▸ **Excerpted data**
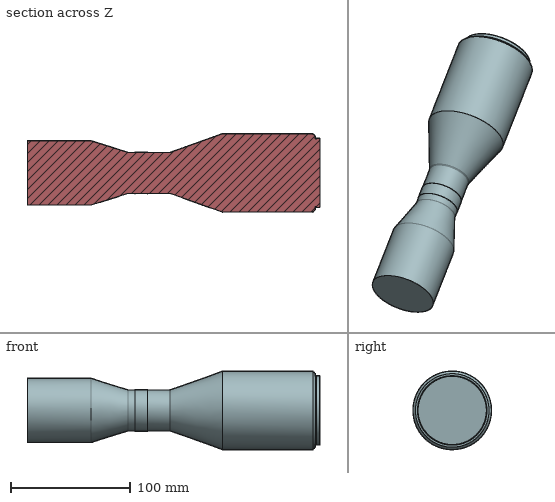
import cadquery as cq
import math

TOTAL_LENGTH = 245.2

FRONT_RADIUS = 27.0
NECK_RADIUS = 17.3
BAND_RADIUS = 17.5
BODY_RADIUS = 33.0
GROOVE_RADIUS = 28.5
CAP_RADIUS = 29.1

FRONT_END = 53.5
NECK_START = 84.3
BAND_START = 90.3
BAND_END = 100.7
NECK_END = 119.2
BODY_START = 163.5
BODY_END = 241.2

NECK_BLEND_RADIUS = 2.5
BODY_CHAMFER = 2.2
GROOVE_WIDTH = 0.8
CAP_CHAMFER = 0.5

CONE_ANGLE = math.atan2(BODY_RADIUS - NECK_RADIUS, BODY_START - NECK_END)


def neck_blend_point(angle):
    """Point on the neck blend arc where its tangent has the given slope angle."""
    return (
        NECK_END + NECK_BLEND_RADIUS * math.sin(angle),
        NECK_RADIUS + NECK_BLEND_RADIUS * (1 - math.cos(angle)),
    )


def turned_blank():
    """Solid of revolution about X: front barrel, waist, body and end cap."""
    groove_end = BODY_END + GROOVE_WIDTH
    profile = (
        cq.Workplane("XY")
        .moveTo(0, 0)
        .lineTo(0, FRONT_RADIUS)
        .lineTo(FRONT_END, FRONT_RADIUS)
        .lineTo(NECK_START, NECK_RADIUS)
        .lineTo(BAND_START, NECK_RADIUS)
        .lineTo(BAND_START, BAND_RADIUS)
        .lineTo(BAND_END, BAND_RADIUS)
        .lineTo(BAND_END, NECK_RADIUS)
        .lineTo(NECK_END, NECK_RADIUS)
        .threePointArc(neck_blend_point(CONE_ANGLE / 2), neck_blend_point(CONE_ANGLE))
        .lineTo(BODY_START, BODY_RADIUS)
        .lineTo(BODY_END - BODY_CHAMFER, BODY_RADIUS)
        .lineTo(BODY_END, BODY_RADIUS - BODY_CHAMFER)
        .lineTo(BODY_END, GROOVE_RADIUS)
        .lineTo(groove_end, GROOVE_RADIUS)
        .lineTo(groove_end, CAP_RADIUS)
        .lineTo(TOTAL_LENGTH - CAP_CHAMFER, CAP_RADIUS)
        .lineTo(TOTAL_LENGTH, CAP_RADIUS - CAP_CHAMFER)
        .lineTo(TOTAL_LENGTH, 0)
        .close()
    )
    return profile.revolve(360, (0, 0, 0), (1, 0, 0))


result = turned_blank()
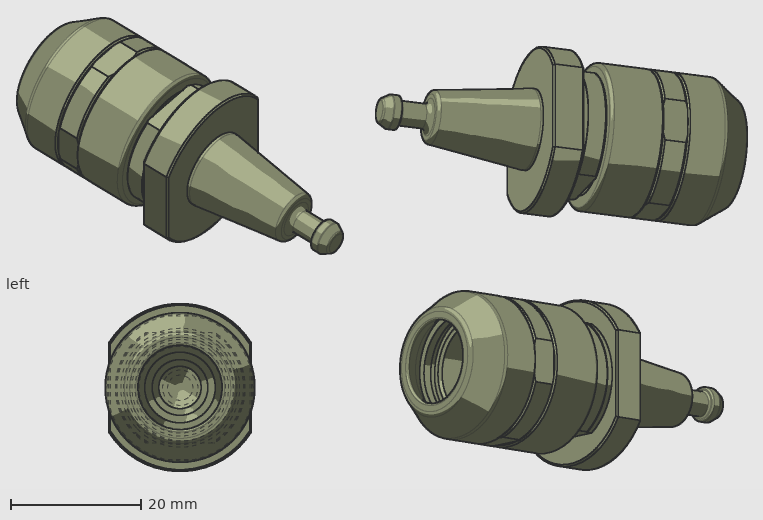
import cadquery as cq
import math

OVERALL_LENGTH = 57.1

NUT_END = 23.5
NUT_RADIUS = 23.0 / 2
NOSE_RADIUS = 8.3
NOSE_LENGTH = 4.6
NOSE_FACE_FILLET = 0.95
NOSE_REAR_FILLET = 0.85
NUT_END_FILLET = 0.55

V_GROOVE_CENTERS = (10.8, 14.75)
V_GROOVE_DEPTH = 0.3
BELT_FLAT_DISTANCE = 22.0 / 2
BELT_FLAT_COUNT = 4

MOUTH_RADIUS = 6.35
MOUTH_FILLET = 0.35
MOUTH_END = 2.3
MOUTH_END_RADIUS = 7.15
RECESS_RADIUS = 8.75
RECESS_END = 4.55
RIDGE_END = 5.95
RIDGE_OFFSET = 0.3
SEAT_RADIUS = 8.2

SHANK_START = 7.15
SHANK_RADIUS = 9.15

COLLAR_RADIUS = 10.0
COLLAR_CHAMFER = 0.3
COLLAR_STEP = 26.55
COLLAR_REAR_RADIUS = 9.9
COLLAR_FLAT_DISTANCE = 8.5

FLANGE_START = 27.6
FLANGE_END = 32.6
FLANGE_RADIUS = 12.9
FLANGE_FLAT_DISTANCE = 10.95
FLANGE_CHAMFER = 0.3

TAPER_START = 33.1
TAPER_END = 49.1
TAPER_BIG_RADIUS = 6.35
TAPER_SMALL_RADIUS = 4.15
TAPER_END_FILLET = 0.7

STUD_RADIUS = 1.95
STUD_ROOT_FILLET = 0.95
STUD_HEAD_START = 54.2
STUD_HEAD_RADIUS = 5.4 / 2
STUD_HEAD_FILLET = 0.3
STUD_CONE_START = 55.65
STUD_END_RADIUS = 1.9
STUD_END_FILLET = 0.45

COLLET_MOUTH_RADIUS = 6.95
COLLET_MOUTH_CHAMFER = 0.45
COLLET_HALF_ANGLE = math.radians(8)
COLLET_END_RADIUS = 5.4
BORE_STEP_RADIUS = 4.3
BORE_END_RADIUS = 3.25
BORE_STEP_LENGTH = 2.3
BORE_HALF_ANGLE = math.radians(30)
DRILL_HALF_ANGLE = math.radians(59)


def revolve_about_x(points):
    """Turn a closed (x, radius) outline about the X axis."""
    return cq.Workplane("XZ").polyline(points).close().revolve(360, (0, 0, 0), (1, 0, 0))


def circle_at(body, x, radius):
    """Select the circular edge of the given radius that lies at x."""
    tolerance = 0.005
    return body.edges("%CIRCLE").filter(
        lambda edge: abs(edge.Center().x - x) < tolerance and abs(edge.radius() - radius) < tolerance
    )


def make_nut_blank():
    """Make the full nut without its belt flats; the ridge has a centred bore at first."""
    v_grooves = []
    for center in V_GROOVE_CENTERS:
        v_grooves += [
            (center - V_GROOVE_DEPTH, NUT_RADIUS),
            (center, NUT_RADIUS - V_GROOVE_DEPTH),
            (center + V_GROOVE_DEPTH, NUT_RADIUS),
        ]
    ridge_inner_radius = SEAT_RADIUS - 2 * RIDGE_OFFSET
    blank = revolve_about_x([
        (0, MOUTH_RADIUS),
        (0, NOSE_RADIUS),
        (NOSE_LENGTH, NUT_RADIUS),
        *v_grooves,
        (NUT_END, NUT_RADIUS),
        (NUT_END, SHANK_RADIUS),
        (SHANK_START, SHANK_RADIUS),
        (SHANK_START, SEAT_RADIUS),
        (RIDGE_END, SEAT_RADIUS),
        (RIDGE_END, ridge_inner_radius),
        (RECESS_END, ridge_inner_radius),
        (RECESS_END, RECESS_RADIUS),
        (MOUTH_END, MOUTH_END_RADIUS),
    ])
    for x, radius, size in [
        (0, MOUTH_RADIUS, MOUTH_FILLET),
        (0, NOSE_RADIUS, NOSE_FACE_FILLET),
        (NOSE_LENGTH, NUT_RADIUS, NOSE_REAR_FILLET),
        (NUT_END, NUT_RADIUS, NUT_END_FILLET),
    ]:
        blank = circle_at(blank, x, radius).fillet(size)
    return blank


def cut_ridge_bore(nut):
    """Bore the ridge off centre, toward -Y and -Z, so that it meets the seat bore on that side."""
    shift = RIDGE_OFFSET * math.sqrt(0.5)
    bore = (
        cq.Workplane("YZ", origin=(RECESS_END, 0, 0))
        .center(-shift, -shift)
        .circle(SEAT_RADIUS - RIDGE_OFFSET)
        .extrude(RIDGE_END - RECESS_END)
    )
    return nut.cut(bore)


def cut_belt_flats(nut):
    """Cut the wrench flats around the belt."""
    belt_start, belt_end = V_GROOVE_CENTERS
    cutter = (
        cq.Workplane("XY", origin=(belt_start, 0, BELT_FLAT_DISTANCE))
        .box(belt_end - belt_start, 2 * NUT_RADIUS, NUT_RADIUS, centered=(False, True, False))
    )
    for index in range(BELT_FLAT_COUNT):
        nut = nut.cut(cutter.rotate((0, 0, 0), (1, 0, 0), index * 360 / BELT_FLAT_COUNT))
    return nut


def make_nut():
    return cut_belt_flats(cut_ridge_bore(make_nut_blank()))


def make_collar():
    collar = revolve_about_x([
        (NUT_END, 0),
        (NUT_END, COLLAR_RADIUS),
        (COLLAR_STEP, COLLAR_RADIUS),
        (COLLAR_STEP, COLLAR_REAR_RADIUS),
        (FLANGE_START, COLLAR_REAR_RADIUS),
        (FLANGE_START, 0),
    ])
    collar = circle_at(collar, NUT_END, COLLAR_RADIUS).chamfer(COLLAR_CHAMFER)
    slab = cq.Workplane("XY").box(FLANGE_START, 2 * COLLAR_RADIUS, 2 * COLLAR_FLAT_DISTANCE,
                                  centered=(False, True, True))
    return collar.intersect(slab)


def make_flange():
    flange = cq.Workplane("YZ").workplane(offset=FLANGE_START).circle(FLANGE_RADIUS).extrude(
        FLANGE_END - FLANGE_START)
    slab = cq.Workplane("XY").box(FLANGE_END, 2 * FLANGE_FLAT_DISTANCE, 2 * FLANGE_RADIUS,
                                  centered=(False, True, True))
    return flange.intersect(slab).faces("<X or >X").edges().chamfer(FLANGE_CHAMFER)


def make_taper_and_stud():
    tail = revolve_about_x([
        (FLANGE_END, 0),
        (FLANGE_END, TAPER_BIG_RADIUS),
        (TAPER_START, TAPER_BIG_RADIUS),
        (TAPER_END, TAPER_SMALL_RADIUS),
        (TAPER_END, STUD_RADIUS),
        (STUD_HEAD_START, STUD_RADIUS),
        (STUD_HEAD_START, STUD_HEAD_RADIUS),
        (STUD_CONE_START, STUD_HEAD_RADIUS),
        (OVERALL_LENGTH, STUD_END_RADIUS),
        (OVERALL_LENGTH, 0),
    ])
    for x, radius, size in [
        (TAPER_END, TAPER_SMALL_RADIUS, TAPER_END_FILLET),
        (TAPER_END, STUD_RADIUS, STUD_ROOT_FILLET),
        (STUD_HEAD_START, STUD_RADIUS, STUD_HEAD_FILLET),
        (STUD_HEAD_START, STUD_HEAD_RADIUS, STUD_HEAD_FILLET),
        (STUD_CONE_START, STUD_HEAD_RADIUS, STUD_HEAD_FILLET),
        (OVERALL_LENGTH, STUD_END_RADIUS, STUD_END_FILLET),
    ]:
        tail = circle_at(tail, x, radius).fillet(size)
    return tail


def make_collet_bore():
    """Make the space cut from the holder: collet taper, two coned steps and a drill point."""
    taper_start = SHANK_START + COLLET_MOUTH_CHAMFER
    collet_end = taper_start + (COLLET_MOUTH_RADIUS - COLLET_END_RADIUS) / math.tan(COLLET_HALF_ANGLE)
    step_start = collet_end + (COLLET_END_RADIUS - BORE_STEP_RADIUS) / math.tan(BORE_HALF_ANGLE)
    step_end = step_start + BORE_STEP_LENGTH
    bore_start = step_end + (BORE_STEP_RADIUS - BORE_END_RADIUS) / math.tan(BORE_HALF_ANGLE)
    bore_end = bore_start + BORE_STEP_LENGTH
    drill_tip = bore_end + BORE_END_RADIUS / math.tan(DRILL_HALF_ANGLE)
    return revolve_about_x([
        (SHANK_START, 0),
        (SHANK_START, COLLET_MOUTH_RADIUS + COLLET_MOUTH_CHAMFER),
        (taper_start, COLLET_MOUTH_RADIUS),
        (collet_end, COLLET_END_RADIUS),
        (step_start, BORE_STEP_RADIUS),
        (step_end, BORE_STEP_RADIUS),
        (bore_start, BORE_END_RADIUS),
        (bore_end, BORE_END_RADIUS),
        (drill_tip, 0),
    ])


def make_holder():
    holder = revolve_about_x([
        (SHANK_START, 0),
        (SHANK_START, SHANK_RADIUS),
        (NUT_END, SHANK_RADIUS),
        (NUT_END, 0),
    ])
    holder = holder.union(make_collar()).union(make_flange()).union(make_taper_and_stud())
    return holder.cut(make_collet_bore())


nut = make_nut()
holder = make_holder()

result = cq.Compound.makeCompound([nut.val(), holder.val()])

...

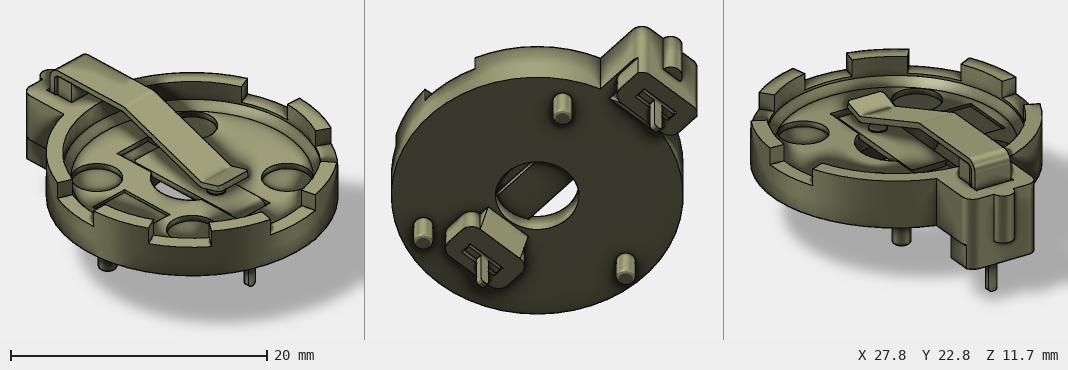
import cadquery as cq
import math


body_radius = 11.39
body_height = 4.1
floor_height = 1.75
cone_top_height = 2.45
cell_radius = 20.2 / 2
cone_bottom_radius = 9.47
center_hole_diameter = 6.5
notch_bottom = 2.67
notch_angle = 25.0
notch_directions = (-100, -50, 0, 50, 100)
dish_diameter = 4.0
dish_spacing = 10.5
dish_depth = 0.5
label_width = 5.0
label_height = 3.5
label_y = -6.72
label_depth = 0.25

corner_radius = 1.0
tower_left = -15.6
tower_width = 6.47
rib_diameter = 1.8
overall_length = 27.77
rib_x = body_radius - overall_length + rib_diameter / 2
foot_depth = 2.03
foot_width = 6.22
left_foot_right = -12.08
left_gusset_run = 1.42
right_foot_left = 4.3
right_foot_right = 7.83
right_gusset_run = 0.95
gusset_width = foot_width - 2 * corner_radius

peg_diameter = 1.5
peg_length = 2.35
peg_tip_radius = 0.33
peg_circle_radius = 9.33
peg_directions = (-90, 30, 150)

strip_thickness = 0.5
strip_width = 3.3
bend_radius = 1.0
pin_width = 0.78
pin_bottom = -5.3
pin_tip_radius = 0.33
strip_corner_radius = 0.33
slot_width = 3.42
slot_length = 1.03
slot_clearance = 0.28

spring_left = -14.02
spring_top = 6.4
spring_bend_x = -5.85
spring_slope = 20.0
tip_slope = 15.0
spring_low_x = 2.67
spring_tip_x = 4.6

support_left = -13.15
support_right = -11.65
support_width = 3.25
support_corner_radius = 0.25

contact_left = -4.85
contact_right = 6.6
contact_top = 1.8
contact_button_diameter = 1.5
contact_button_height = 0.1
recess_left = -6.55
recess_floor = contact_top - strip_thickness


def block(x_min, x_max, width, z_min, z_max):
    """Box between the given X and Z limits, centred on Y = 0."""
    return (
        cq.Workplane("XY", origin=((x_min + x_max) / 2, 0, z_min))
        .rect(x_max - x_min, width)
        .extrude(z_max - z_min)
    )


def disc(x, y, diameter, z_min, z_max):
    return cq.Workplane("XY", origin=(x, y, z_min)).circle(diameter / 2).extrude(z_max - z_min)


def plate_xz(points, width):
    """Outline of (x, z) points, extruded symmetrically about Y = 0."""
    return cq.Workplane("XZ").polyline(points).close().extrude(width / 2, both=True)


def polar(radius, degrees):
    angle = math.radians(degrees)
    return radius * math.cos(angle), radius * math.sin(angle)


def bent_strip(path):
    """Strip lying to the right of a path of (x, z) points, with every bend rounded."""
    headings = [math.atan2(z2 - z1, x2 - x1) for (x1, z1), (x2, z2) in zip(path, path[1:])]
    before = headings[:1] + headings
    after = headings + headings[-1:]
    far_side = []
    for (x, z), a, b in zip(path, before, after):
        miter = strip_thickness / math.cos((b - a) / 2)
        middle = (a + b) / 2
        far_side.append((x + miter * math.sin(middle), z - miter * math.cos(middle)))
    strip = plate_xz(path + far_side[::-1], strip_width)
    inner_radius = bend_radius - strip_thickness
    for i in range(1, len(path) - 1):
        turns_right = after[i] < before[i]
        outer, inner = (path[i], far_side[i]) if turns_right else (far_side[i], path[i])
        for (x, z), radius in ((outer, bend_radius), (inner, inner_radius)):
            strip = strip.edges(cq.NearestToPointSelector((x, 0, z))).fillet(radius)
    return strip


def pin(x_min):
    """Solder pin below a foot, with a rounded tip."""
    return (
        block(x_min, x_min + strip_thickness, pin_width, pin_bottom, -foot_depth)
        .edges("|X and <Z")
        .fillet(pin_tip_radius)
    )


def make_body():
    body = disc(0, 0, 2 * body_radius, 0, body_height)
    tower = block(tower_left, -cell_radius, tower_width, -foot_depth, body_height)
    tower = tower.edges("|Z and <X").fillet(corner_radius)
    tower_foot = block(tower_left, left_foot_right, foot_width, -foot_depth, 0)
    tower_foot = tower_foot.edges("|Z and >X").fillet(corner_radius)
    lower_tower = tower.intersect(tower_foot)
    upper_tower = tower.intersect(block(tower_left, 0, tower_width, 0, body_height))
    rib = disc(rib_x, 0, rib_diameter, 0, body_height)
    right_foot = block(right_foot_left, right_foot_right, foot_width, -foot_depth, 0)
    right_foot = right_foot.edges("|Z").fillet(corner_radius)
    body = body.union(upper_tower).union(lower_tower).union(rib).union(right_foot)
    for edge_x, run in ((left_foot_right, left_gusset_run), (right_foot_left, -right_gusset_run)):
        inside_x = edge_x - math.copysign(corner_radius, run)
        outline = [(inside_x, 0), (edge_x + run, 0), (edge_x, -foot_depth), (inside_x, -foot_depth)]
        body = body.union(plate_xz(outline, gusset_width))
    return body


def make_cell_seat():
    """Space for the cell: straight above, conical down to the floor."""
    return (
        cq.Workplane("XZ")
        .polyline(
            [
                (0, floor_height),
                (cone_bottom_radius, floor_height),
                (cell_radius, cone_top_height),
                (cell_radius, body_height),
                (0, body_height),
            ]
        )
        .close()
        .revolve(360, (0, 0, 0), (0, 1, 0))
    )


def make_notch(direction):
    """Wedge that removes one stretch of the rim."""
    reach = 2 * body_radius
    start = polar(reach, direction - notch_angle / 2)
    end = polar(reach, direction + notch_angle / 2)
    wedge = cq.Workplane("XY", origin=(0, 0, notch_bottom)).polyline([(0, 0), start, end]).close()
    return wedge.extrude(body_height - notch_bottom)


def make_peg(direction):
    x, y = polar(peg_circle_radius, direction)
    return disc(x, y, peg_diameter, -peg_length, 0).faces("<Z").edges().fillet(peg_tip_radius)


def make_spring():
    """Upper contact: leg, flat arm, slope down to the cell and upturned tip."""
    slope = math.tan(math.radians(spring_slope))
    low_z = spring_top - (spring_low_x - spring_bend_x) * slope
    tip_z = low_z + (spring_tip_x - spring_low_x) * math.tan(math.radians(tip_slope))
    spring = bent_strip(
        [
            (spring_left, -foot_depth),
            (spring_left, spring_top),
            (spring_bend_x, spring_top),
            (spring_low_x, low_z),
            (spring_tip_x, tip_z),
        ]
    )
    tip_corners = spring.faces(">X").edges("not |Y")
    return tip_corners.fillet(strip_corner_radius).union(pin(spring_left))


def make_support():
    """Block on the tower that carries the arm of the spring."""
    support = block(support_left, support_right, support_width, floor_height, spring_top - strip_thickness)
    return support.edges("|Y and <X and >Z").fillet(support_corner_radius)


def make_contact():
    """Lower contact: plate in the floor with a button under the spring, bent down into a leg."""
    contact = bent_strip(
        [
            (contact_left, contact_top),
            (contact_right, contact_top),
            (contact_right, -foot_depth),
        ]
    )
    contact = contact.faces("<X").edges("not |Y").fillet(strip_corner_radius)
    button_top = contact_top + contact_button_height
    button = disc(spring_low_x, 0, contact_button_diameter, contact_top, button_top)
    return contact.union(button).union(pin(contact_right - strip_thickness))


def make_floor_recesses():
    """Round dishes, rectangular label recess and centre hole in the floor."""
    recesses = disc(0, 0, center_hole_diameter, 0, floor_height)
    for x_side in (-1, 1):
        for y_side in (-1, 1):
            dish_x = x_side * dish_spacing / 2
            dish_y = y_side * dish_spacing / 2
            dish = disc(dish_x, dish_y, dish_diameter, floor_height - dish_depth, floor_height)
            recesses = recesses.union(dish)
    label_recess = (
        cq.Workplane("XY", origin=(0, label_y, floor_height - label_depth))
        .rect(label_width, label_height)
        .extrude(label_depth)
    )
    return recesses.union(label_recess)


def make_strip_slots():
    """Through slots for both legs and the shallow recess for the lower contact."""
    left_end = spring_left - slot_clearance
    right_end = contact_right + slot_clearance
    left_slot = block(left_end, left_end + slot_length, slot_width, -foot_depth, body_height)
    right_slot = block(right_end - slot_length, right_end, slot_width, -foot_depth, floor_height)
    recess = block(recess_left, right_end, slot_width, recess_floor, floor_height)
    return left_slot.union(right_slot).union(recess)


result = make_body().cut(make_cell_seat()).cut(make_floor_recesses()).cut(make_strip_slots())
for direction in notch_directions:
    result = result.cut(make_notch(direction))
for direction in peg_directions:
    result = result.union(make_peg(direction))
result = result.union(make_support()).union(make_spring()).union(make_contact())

▸ **What is being asked**
When a line in the records above holds "range", that line is to be reported.

▸ **Your response**
    for index in range(BELT_FLAT_COUNT):
    for i in range(1, len(path) - 1):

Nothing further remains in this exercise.